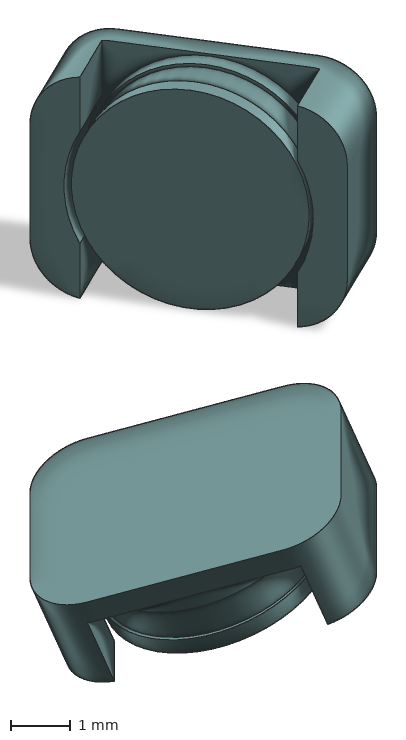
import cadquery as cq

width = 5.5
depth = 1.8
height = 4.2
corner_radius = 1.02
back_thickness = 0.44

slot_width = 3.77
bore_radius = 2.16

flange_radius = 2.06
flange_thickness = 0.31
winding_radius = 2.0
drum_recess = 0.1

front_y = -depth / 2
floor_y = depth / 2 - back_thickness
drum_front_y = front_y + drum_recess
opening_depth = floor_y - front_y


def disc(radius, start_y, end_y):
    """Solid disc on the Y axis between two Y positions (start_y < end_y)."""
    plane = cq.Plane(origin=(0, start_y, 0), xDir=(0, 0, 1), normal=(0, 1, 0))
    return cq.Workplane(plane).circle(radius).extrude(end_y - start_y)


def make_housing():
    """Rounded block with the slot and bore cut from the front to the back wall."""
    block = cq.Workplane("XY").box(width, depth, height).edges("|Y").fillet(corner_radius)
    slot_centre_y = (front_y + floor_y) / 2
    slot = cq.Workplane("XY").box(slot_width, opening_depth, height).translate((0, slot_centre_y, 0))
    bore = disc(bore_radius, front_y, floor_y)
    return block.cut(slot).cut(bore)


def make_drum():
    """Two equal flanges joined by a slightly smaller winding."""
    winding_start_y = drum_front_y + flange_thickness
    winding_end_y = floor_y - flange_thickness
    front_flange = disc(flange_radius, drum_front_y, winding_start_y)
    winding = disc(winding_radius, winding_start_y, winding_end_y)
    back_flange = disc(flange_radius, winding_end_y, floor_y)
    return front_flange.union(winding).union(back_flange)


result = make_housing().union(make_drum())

» **WORK REQUIRED**
Reproduce exactly the section above that begins at the line containing "cq.Workplane(plane).circle(radius).extrude(end_y - start_y)" and ends at the line containing "slot_centre_y = (front_y + floor_y) / 2", leaving out all other lines.

» **REPLY TO THE TASK**
    return cq.Workplane(plane).circle(radius).extrude(end_y - start_y)


def make_housing():
    """Rounded block with the slot and bore cut from the front to the back wall."""
    block = cq.Workplane("XY").box(width, depth, height).edges("|Y").fillet(corner_radius)
    slot_centre_y = (front_y + floor_y) / 2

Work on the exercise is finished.